Skin Autofluorescence: A Tool to Identify Type 2 Diabetic Patients at Risk for Developing Microvascular Complications

Esther G. Gerrits, MD1, Helen L. Lutgers, MD2, Nanne Kleefstra, MD1,,3, Reindert Graaff, MSc, PhD4, Klaas H. Groenier, PhD5, Andries J. Smit, MD, PhD2,,6, Rijk O. Gans, MD, PhD2,,6 and Henk J. Bilo, MD, PhD, FRCP1,,2,,6

Diabetes Centre, Isala Clinics, Zwolle, the Netherlands1
Department of Medicine, University Medical Centre Groningen, Groningen, the Netherlands2
Langerhans Medical Research Group, Zwolle, the Netherlands3
Department of Biomedical Engineering, University Medical Centre Groningen, Groningen, the Netherlands4
Department of General Practice, University Medical Centre Groningen and University of Groningen, Groningen, the Netherlands5
Department of Medicine, University of Groningen, Groningen, the Netherlands6

e.g.gerrits{at}isala.nl

ABSTRACT

Objective: Skin autofluorescence (AF) is a noninvasive measure of the level of tissue accumulation of advanced glycation endproducts, representing cumulative glycemic and oxidative stress. Recent studies have already shown a relationship between skin AF and diabetic complications, and its predictive value for total and cardiovascular mortality in type 2 diabetes mellitus. Our aim was to investigate the predictive value of skin AF for the development of microvascular complications in type 2 diabetes mellitus.

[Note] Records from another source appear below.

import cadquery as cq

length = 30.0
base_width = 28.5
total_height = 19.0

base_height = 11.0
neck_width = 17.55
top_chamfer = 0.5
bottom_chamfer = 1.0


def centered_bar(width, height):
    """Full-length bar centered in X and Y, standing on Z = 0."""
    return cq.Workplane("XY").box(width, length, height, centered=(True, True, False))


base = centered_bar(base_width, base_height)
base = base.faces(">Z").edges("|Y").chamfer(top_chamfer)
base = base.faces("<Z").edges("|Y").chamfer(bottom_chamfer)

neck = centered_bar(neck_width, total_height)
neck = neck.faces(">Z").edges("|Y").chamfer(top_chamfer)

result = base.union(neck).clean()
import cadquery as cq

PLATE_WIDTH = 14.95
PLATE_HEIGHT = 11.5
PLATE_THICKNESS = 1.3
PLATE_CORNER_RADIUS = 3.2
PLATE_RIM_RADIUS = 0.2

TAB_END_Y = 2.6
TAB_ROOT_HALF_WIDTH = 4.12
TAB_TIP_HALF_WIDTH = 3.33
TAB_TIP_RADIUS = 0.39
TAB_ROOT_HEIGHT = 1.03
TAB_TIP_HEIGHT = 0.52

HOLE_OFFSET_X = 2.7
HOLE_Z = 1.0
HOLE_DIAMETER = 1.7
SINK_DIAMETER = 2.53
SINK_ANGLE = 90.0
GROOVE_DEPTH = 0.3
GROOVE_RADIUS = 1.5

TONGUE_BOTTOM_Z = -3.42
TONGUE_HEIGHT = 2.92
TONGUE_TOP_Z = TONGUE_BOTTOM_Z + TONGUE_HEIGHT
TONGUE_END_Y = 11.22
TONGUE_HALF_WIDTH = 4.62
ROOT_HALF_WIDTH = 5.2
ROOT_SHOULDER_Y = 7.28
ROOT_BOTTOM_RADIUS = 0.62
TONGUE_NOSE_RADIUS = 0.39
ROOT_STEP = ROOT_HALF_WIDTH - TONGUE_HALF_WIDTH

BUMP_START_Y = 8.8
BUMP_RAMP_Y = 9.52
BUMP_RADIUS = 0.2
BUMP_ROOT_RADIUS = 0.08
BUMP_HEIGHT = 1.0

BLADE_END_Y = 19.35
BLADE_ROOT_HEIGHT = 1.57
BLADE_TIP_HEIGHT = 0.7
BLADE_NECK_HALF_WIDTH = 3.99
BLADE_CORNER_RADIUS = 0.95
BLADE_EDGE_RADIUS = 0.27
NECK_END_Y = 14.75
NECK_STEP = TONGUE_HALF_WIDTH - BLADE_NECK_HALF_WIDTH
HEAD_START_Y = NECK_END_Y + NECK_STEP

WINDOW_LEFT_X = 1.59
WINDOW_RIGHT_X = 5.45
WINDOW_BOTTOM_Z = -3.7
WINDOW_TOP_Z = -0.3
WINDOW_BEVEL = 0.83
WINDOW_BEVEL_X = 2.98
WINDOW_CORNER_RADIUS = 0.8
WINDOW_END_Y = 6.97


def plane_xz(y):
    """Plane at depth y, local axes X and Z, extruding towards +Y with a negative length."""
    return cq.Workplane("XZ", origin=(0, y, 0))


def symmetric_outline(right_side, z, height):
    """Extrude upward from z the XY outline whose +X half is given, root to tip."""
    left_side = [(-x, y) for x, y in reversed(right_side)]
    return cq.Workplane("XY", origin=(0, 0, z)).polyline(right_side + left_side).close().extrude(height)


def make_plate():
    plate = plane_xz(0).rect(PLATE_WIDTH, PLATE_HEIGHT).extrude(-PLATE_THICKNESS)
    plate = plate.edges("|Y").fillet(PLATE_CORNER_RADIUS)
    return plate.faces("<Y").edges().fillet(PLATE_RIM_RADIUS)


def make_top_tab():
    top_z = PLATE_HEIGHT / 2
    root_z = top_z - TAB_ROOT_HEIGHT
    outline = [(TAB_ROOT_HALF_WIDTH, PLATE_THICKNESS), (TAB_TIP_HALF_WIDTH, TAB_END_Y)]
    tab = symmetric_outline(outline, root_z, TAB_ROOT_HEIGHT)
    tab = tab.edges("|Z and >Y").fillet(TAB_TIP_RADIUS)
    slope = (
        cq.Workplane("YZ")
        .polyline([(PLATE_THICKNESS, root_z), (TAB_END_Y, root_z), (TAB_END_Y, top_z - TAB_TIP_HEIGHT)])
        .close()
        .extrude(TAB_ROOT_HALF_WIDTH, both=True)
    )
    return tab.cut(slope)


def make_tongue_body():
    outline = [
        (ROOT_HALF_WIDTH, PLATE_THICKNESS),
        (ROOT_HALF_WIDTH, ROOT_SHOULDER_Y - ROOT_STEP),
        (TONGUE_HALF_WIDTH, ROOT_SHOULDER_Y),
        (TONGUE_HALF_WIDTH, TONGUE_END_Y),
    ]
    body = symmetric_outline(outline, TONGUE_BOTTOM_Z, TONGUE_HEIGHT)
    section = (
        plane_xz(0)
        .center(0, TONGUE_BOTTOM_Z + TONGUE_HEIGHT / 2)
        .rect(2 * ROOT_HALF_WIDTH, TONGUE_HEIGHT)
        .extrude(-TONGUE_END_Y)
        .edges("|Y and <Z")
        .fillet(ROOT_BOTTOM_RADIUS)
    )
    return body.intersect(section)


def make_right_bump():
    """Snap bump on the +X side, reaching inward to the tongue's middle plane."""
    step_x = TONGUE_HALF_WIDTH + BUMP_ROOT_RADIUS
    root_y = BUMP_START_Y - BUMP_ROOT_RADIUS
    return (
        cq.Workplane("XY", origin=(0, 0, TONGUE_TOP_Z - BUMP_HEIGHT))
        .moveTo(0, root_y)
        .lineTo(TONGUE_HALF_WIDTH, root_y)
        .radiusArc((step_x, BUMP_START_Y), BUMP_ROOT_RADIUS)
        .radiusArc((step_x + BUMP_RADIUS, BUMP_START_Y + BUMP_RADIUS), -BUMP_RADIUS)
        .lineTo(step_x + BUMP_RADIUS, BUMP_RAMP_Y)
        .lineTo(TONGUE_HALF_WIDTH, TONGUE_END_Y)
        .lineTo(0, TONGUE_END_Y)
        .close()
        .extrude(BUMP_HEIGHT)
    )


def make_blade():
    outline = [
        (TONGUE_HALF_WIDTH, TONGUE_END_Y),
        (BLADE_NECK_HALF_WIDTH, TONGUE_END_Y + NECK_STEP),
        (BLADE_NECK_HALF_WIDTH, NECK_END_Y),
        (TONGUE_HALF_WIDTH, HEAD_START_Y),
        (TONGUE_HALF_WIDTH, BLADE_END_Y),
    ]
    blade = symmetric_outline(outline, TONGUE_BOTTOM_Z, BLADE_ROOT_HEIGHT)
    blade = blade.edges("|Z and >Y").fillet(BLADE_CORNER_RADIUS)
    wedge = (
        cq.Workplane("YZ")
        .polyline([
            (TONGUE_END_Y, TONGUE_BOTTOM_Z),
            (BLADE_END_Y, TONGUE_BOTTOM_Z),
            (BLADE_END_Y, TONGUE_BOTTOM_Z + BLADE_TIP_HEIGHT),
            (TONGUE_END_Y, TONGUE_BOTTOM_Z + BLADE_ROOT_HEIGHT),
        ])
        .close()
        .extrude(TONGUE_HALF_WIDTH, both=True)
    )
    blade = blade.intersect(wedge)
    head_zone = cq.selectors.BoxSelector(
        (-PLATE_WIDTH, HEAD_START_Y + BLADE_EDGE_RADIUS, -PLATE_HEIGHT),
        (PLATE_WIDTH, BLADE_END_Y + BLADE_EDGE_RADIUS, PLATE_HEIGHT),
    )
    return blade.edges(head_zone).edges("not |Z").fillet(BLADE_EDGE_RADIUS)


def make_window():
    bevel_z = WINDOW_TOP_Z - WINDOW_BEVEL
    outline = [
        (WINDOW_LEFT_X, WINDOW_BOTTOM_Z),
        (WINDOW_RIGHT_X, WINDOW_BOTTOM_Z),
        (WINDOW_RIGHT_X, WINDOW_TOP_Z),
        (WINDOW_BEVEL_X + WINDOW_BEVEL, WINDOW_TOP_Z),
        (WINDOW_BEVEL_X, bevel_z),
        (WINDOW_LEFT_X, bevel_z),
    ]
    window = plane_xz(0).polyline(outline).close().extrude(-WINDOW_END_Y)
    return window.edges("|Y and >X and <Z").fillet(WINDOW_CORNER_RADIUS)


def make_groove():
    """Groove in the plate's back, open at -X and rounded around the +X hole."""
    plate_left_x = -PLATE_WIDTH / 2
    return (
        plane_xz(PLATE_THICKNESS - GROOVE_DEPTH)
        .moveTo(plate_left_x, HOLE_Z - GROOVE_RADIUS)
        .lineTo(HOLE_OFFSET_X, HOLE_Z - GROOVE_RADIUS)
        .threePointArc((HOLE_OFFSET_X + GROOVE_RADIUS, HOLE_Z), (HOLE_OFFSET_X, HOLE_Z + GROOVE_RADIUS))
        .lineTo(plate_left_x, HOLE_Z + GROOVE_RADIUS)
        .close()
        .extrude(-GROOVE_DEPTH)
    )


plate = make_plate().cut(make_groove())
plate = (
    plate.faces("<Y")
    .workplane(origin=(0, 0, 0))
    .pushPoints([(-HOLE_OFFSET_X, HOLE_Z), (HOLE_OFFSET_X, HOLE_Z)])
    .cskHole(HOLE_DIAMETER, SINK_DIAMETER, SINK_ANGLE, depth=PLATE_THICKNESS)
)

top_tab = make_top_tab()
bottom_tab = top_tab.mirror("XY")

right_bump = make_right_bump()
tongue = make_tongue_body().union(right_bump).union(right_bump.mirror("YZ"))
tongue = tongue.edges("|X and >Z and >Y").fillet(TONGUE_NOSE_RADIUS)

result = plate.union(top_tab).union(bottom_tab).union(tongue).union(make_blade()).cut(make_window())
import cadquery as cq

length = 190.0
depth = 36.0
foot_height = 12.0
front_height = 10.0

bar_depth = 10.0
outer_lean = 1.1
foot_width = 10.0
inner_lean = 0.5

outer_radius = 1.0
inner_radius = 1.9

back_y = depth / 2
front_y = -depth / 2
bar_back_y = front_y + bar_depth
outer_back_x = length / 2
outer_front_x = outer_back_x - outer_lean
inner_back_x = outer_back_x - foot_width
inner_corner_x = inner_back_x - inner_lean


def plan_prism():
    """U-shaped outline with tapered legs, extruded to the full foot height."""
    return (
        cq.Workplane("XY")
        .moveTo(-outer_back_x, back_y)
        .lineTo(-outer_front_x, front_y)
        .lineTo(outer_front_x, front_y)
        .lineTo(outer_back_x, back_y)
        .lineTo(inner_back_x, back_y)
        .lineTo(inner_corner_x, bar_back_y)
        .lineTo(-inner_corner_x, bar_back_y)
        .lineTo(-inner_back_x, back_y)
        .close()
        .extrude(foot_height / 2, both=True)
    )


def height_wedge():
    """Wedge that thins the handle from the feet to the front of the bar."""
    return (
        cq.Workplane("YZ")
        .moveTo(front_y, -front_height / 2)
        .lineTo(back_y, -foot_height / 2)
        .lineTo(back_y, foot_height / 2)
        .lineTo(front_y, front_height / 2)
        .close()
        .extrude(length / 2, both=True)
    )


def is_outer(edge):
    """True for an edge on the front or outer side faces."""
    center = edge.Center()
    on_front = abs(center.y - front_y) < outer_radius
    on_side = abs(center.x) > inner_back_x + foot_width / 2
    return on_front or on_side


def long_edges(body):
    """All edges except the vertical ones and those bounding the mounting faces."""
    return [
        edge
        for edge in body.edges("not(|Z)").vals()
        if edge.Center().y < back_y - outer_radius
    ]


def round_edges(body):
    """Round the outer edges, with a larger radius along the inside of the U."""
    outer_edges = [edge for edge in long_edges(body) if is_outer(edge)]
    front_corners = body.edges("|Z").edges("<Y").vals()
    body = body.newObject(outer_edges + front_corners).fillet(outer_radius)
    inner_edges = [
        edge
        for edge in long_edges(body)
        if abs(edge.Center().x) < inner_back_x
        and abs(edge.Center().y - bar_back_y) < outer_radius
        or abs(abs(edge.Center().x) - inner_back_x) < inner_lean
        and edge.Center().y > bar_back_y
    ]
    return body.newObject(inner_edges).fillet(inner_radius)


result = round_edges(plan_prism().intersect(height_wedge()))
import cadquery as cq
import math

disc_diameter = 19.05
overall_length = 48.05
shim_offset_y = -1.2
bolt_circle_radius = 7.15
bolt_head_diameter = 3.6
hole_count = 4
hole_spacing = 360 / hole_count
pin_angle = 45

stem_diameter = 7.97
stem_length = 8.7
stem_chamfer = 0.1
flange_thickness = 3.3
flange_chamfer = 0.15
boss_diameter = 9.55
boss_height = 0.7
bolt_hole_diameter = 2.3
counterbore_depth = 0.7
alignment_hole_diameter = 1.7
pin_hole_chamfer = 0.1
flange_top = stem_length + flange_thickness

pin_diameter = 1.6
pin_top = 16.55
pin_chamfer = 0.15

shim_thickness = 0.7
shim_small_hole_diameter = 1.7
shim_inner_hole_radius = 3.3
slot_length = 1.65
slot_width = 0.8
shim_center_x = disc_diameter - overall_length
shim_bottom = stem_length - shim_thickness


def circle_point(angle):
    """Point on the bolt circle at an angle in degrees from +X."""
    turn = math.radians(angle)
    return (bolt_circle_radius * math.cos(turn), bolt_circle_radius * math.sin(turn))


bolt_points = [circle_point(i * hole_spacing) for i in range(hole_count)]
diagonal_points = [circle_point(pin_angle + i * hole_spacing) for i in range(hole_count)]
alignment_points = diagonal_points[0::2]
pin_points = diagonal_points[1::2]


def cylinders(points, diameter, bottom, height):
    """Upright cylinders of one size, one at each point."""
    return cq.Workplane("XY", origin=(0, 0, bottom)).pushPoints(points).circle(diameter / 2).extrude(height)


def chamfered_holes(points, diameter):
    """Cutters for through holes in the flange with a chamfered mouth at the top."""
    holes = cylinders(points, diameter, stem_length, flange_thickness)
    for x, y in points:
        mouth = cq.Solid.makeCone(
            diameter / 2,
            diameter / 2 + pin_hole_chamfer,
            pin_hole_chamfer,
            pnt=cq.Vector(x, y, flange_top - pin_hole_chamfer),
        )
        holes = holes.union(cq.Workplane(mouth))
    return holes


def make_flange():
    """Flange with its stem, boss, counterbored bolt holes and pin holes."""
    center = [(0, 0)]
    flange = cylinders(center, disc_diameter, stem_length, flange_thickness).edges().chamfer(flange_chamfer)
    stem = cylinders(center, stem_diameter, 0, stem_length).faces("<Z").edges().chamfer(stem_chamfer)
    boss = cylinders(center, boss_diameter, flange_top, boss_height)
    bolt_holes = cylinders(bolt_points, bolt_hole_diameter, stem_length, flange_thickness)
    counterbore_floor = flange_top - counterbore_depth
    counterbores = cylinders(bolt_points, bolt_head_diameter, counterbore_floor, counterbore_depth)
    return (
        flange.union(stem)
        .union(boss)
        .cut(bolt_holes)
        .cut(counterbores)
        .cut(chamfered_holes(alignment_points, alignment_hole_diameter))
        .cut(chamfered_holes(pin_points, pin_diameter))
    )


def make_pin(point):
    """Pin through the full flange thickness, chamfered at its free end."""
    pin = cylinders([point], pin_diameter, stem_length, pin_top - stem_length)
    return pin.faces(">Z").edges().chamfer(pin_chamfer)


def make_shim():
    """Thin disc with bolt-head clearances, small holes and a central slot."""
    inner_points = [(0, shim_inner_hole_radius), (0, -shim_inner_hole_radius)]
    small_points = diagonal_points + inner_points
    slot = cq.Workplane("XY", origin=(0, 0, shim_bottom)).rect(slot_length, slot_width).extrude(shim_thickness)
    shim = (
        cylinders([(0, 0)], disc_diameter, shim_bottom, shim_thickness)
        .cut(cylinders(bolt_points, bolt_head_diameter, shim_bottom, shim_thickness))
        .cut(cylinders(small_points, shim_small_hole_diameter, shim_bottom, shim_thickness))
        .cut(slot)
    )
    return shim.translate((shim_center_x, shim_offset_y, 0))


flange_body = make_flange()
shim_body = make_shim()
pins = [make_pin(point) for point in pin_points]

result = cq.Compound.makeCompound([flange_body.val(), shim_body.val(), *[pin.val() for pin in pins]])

Research Design and Methods: At baseline, skin AF of 973 well-controlled type 2 diabetes patients was noninvasively measured with an AF reader. The aggregate clinical outcome was defined as the development of any diabetes associated microvascular complication of 881 surviving patients which was assessed at baseline and at the end of follow-up. Single endpoints were the development of diabetes associated retinopathy, neuropathy and (micro) albuminuria.

Results: After a mean follow-up period of 3.1 years, baseline skin AF was significantly higher in patients who developed any microvascular complication, neuropathy and (micro) albuminuria, but not in those who developed retinopathy. Multivariate analyses showed skin AF as a predictor for the development of any microvascular complication along with HbA1c; for the development of neuropathy along with smoking, and for the development of (micro) albuminuria together with gender, HbA1c and diabetes duration. Skin AF did not have predictive value for the development of retinopathy, albeit diabetes duration did.

Conclusions: Our study is the first observation of skin AF measurement as an independent predictor for the development of microvascular complications in type 2 diabetes mellitus.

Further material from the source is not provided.